魔王、「アメ」による自己統治術を編み出す
月曜の朝。
魔王城の執務室で、吹雪は魔法の石板に映し出された、激しい戦いの記録を分析していた。TikTokの「餅つきバトル」だ。
「健太先輩。この戦、ただ闇雲にタップしても勝利は得られません。勝率は常に五割以下に抑える。これにより、強大な敵とのマッチングを避け、最小限の労力で勝利を重ねるのです」
彼は、5分前にタイマーをセットし、終了前にだけ奇襲をかけるという、自らの緻密な戦術を、傍らで静かに佇む竜の健太に語って聞かせた。
だが、彼の本題はそこではなかった。
「しかし、これはあくまで遊戯。我が真に攻略すべきは、休日の『何もしない自分』という、最強の敵です」
吹雪は、一つの深遠な真理にたどり着いたと、言葉を続けた。
「習慣を築くには、まず『アメ』を用意せよ、と。我が怠惰な魂を城の外へ導くには、罰ではなく、褒美が必要なのです」
健太は、面白そうにその先を促した。
「ほう。して、その『アメ』とは?」
「『スナック菓子』です」
と吹雪は断言した。
「普段は禁じている、あの背徳的な味わい。これ以上の褒美はありません」
吹雪は、羊皮紙に書き出した、新たな休日の行動計画を広げた。
【魔王の休日・新行動計画】
第一段階【出陣の儀】: 城を出立できたら、その功を称え、ローソン100という名の宝物庫で、好きなスナック菓子を一つ購入する権利を与える。
第二段階【休息の儀】: 午前中の任務(日誌執筆など)を終え、疲弊した身体を癒すため、「移動式の寝台(電車)」にて仮眠をとる。ただし、帰城の衝動を避けるため、いつものJR線は使わぬこと。
第三段階【偵察の儀】: 英気を養った後、午後は領地(京橋など)の視察を行う。ホームセンター、スーパー、薬局などを巡り、DIYのアイデアや、節約のための情報を収集する。
第四段階【凱旋の儀】: 全ての任務を完遂した暁には、再び好きな菓子を一つ購入し、城へ持ち帰ることを許可する。

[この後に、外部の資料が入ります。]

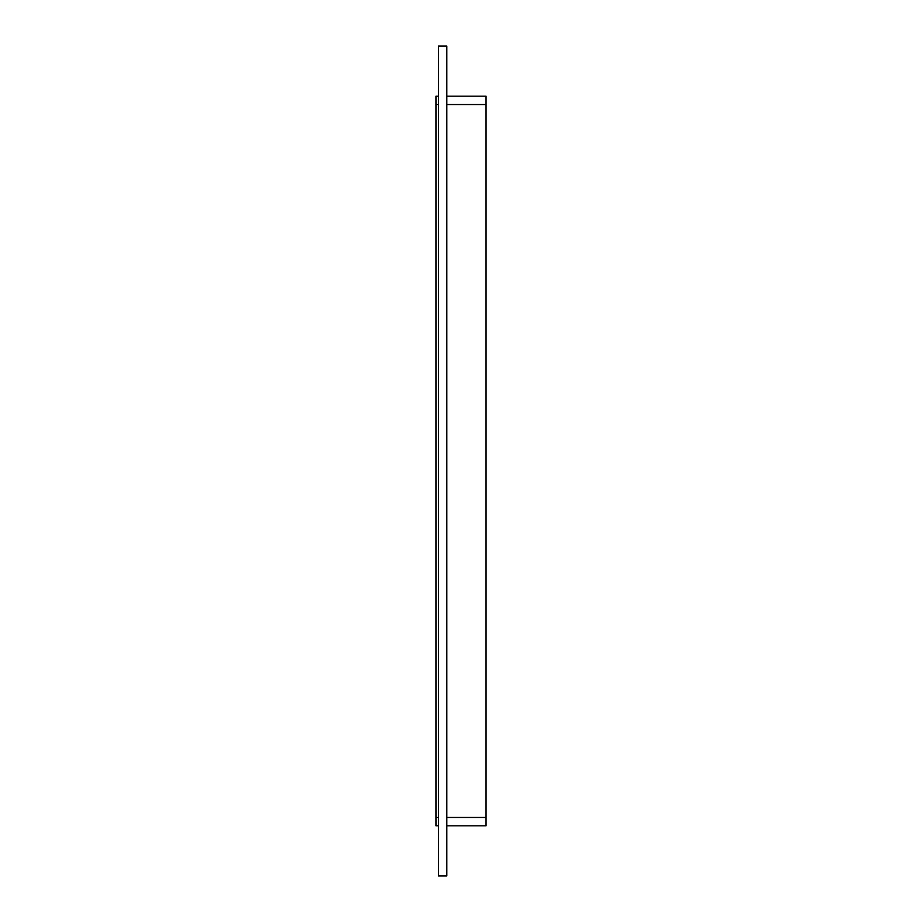 <?xml version="1.0" encoding="UTF-8"?>
<svg xmlns="http://www.w3.org/2000/svg" width="922" height="922" viewBox="0 0 922 922"><rect width="100%" height="100%" fill="white"/><g stroke="black" fill="none" stroke-linecap="round" stroke-linejoin="round"><path stroke-width="1.38" d="M438.457 875.9L446.813 875.9L446.813 46.1L438.457 46.1L438.457 875.9M435.956 96.188L438.457 96.188L435.956 96.188L435.956 104.532L438.457 104.532M446.813 104.532L486.044 104.532L486.044 96.188L446.813 96.188L486.044 96.188M486.044 104.532L486.044 817.468L446.813 817.468M486.044 825.812L446.813 825.812L486.044 825.812L486.044 817.468M438.457 825.812L435.956 825.812L438.457 825.812M438.457 817.468L435.956 817.468L435.956 825.812M435.956 817.468L435.956 104.532"/></g></svg>
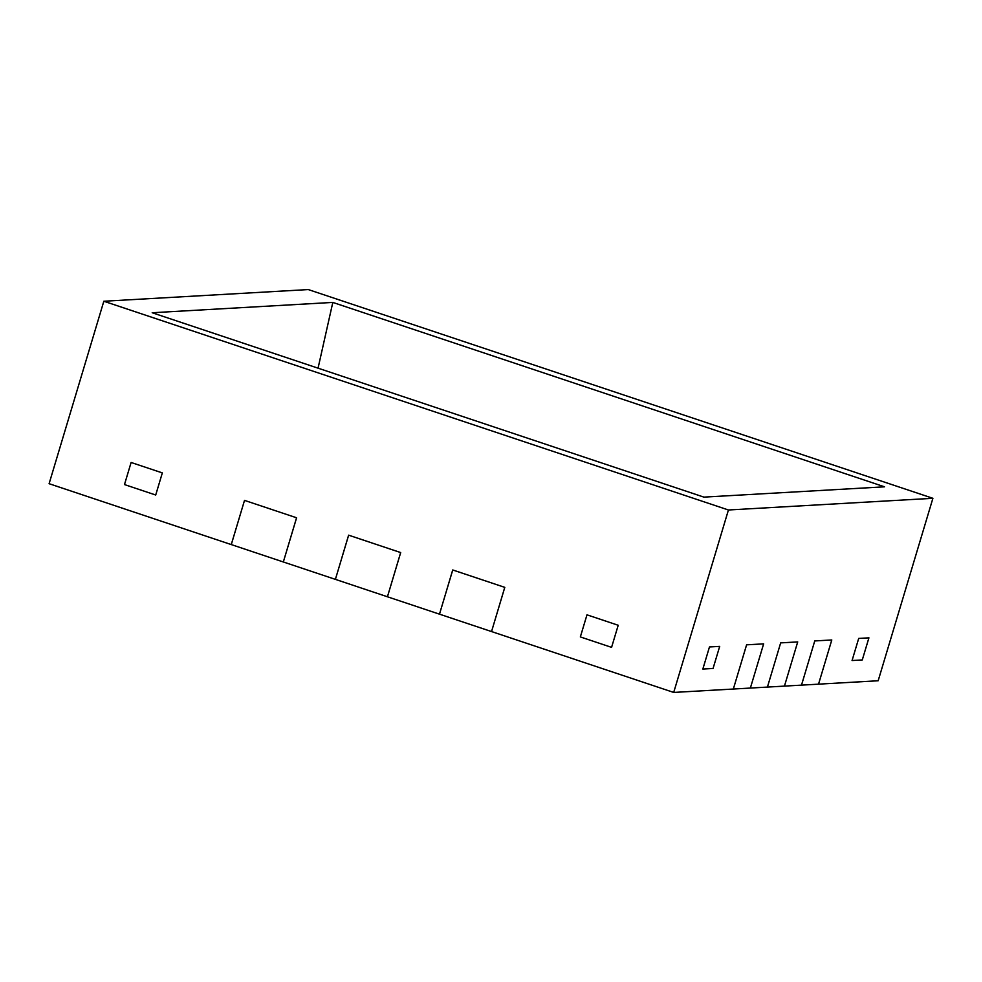 <?xml version="1.0" encoding="UTF-8"?>
<svg xmlns="http://www.w3.org/2000/svg" width="982" height="982" viewBox="0 0 982 982"><rect width="100%" height="100%" fill="white"/><g stroke="black" fill="none" stroke-linecap="round" stroke-linejoin="round"><path stroke-width="1.47" d="M103.834 301.241L728.435 509.989L932.9 498.304L308.299 289.567L103.834 301.241L49.1 483.696L231.261 544.58L244.518 500.378L296.601 517.784L283.332 561.974L335.39 579.368L342.018 557.26M932.9 498.304L878.166 680.759L818.534 684.159L831.791 639.969L814.753 640.939L801.496 685.141L814.753 640.939L831.779 639.969L818.534 684.159L784.446 686.111L797.715 641.909L780.665 642.891L797.715 641.909L784.446 686.111L767.421 687.081L780.665 642.891L767.421 687.081L750.371 688.063L763.64 643.861L746.59 644.83L733.333 689.033L746.602 644.83L763.64 643.861L750.371 688.063L673.701 692.433L491.54 631.561L504.797 587.359L452.751 569.965L439.482 614.167L446.123 592.06M580.35 636.925L611.577 647.359L618.206 625.264L611.577 647.359L580.35 636.925L586.978 614.83L618.206 625.264L586.978 614.83L580.35 636.925M341.994 557.273L348.622 535.165L400.668 552.559L387.436 596.774L491.54 631.561L504.773 587.359L452.727 569.965L446.098 592.06M728.435 509.989L673.701 692.433M296.576 517.772L244.518 500.378L231.286 544.58L283.332 561.974L296.576 517.772M124.481 484.568L155.708 495.014L162.337 472.907L155.708 495.014L124.481 484.568L131.109 462.473L162.337 472.907L131.109 462.473L124.481 484.568M862.282 659.941L868.923 637.846L862.282 659.941L852.069 660.53L862.282 659.941M852.069 660.53L858.698 638.423L868.923 637.846L858.698 638.423L852.069 660.53M702.842 669.049L713.055 668.472L719.696 646.377L713.055 668.472L702.842 669.049L709.47 646.954L719.696 646.377L709.47 646.954L702.842 669.049M703.922 497.125L884.537 486.814L332.812 302.419L152.198 312.742L703.922 497.125M318.058 368.164L332.812 302.419M348.647 535.178L400.693 552.571L387.436 596.774L335.39 579.368L348.647 535.178"/></g></svg>
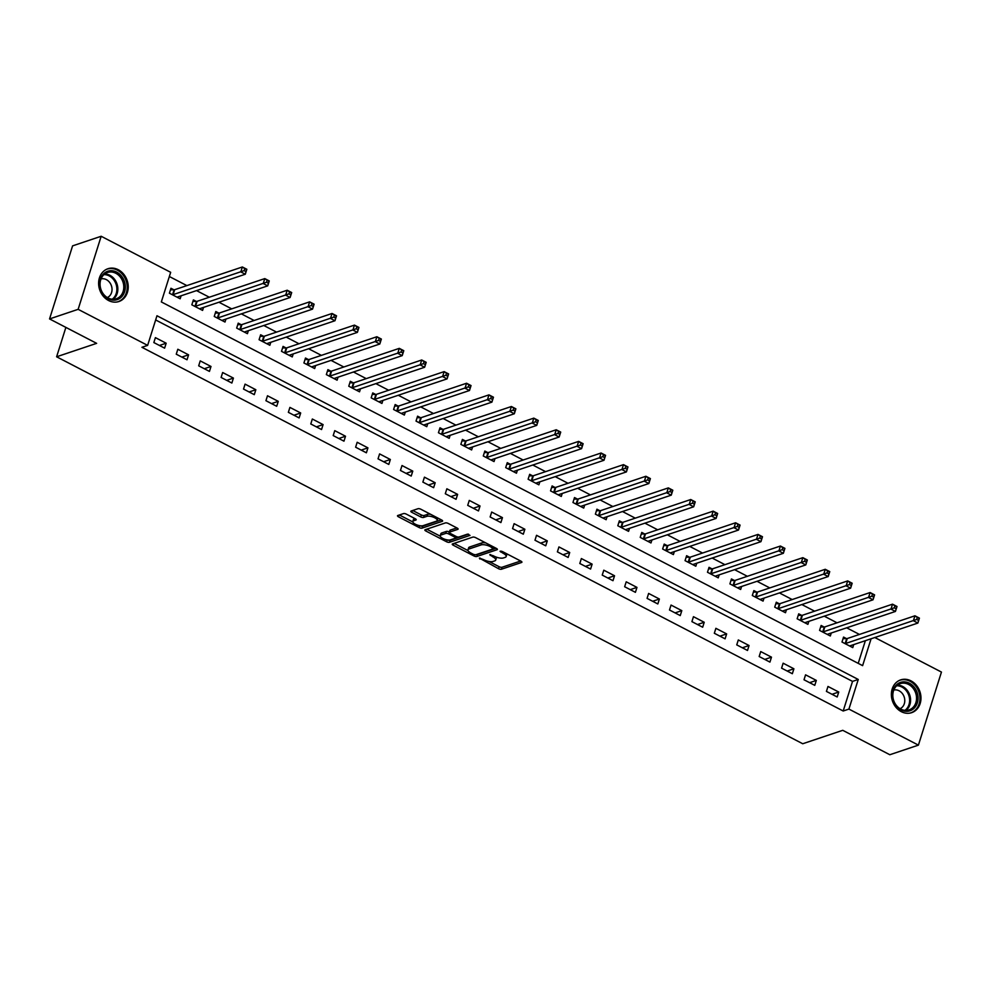 <?xml version="1.0" encoding="UTF-8"?>
<svg xmlns="http://www.w3.org/2000/svg" width="991" height="991" viewBox="0 0 991 991"><rect width="100%" height="100%" fill="white"/><g stroke="black" fill="none" stroke-linecap="round" stroke-linejoin="round"><path stroke-width="1.49" d="M479.371 558.094L498.523 568.698A2.18 0.78 -162.5 0 0 501.409 569.243L521.613 562.454A2.18 0.78 -162.5 0 0 521.923 562.194A2.18 0.78 -162.5 0 0 520.969 561.166L502.264 551.467L500.034 551.269L503.118 553.251A6.962 2.478 -162.5 0 1 506.166 556.546A6.962 2.478 -162.5 0 1 505.162 557.376L503.478 557.933A6.962 2.478 -162.5 0 1 494.249 556.224L489.814 554.588L492.676 556.756A6.962 2.478 -162.5 0 1 495.723 560.051A6.962 2.478 -162.5 0 1 494.72 560.881L493.035 561.439A6.962 2.478 -162.5 0 1 483.806 559.729L479.371 558.094M118.276 269.725A17.293 14.506 -108.6 0 1 128.223 286.535A17.293 14.506 -108.6 0 1 118.92 301.512A17.293 14.506 -108.6 0 1 108.564 300.521A17.293 14.506 -108.6 0 1 98.617 283.711A17.293 14.506 -108.6 0 1 107.92 268.734A17.293 14.506 -108.6 0 1 118.276 269.725M911.026 680.879A17.293 14.506 -108.6 0 1 920.973 697.689A17.293 14.506 -108.6 0 1 911.67 712.665A17.293 14.506 -108.6 0 1 901.315 711.674A17.293 14.506 -108.6 0 1 891.367 694.864A17.293 14.506 -108.6 0 1 900.67 679.888A17.293 14.506 -108.6 0 1 911.026 680.879M406.347 514.131A2.18 0.78 -162.5 0 0 403.473 513.598L397.8 515.506A2.18 0.78 -162.5 0 0 397.49 515.766A2.18 0.78 -162.5 0 0 398.444 516.794L419.218 527.571A2.18 0.78 -162.5 0 0 422.092 528.104L442.296 521.316A2.18 0.78 -162.5 0 0 442.618 521.055A2.18 0.78 -162.5 0 0 441.664 520.027L420.89 509.25A2.18 0.78 -162.5 0 0 418.004 508.717L411.154 511.022A2.18 0.78 -162.5 0 0 410.844 511.282A2.18 0.78 -162.5 0 0 411.798 512.31L420.692 516.918A2.18 0.78 -162.5 0 0 423.566 517.451L426.96 516.311A5.822 2.081 -162.5 0 1 433.538 517.228A5.822 2.081 -162.5 0 1 437.229 520.51A5.822 2.081 -162.5 0 1 436.387 521.204L423.083 525.664A5.822 2.081 -162.5 0 1 416.517 524.759A5.822 2.081 -162.5 0 1 412.826 521.477A5.822 2.081 -162.5 0 1 413.668 520.783L415.886 520.04A2.18 0.78 -162.5 0 0 416.195 519.779A2.18 0.78 -162.5 0 0 415.241 518.751L406.347 514.131M874.83 637.523L941.45 672.071L918.409 745.133L889.831 754.733L842.746 730.317L802.735 743.745L56.611 356.785L96.635 343.344L49.55 318.929L78.14 309.328L101.169 236.267L170.675 272.314L161.335 301.933L862.616 665.642L871.089 638.774M918.409 745.133L848.915 709.085L858.256 679.467L156.974 315.757L147.634 345.376L78.14 309.328M147.634 345.376L141.924 347.296L843.192 711.005L848.915 709.085M452.553 543.898A2.18 0.78 -162.5 0 0 452.243 544.158A2.18 0.78 -162.5 0 0 453.197 545.186L473.971 555.963A2.18 0.78 -162.5 0 0 476.844 556.496L497.048 549.72A2.18 0.78 -162.5 0 0 497.371 549.46A2.18 0.78 -162.5 0 0 496.417 548.432L475.643 537.655A2.18 0.78 -162.5 0 0 472.757 537.122L452.553 543.898M446.594 541.767L425.82 530.99A2.18 0.78 -162.5 0 1 424.866 529.962A2.18 0.78 -162.5 0 1 425.176 529.702L445.38 522.914A2.18 0.78 -162.5 0 1 448.266 523.459L457.148 528.067A2.18 0.78 -162.5 0 1 458.102 529.095A2.18 0.78 -162.5 0 1 457.792 529.355L449.604 532.105A2.18 0.78 -162.5 0 0 449.282 532.365A2.18 0.78 -162.5 0 0 450.236 533.393L456.133 536.453A2.18 0.78 -162.5 0 0 459.019 536.986L467.541 534.124L470.007 535.4L449.468 542.3A2.18 0.78 -162.5 0 1 446.594 541.767L447.189 539.872M843.192 711.005L852.533 681.387L155.649 319.957M838.745 692.04L827.981 686.453L826.42 691.396L837.184 696.97L838.745 692.04L832.019 694.295M816.324 680.408L805.559 674.834L804.011 679.764L814.763 685.351L816.324 680.408L809.597 682.675M793.902 668.789L783.138 663.202L781.589 668.145L792.342 673.719L793.902 668.789L787.176 671.043M771.481 657.157L760.729 651.57L759.168 656.513L769.933 662.099L771.481 657.157L764.767 659.411M749.06 645.525L738.307 639.951L736.747 644.881L747.511 650.468L749.06 645.525L742.346 647.792M726.651 633.906L715.886 628.319L714.325 633.261L725.09 638.836L726.651 633.906L719.924 636.16M704.229 622.274L693.465 616.687L691.904 621.63L702.669 627.216L704.229 622.274L697.503 624.528M681.808 610.642L671.043 605.067L669.495 609.998L680.247 615.584L681.808 610.642L675.082 612.909M659.387 599.022L648.622 593.436L647.073 598.378L657.826 603.953L659.387 599.022L652.66 601.277M636.965 587.39L626.213 581.816L624.652 586.746L635.417 592.333L636.965 587.39L630.251 589.645M614.544 575.759L603.792 570.184L602.231 575.114L612.995 580.701L614.544 575.759L607.83 578.026M592.135 564.139L581.37 558.552L579.809 563.495L590.574 569.069L592.135 564.139L585.408 566.394M569.714 552.507L558.949 546.933L557.388 551.863L568.153 557.45L569.714 552.507L562.987 554.762M547.292 540.875L536.527 535.301L534.979 540.231L545.731 545.818L547.292 540.875L540.566 543.142M524.871 529.256L514.106 523.669L512.558 528.612L523.31 534.186L524.871 529.256L518.144 531.51M502.449 517.624L491.685 512.05L490.136 516.98L500.901 522.567L502.449 517.624L495.735 519.879M480.028 505.992L469.276 500.418L467.715 505.348L478.48 510.935L480.028 505.992L473.314 508.259M457.619 494.373L446.854 488.786L445.293 493.729L456.058 499.303L457.619 494.373L450.893 496.627M435.198 482.741L424.433 477.166L422.872 482.097L433.637 487.683L435.198 482.741L428.471 484.995M412.776 471.109L402.012 465.535L400.451 470.465L411.215 476.052L412.776 471.109L406.05 473.376M390.355 459.49L379.59 453.903L378.042 458.845L388.794 464.42L390.355 459.49L383.628 461.744M367.934 447.858L357.169 442.283L355.62 447.214L366.385 452.8L367.934 447.858L361.207 450.112M345.512 436.226L334.76 430.651L333.199 435.582L343.964 441.168L345.512 436.226L338.798 438.493M323.091 424.606L312.338 419.02L310.778 423.962L321.542 429.537L323.091 424.606L316.377 426.861M300.682 412.974L289.917 407.4L288.356 412.33L299.121 417.917L300.682 412.974L293.955 415.229M278.26 401.355L267.496 395.768L265.935 400.698L276.7 406.285L278.26 401.355L271.534 403.61M255.839 389.723L245.074 384.136L243.526 389.079L254.278 394.653L255.839 389.723L249.113 391.978M233.418 378.091L222.653 372.517L221.104 377.447L231.857 383.034L233.418 378.091L226.691 380.346M210.996 366.472L200.244 360.885L198.683 365.815L209.448 371.402L210.996 366.472L204.282 368.726M188.575 354.84L177.823 349.253L176.262 354.196L187.026 359.77L188.575 354.84L181.861 357.094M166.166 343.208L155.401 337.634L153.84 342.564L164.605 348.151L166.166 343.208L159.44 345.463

「外出にお金をかけるのではなく、外出という『功績』にご褒美としてお金を使う。この思考の転換が、我が心を動かすと思うのです」
その計画は、自らの性質を深く理解した上で練り上げられた、完璧な自己統治術だった。
健太は、その計画書に目を通し、深く頷いた。
「見事だな、吹雪。力でねじ伏せるのではなく、己の欲望を巧みに誘導し、目的を達する。それは、暴君ではなく、賢王の統治術だ」
その時、執務室のドアが開き、アリアが駆け込んできた。
「ふぶきん! 健太さん! あのね、昨日、お絵描きをぜんぶ頑張ったから、ご褒美にキラキラのシール買ってもらったの!」
アリアは、宝物のようにそのシールを見せびらかした。
彼女は、吹雪が今まさにたどり着いた深遠な真理を、あまりにも自然に、そして完璧に実践していた。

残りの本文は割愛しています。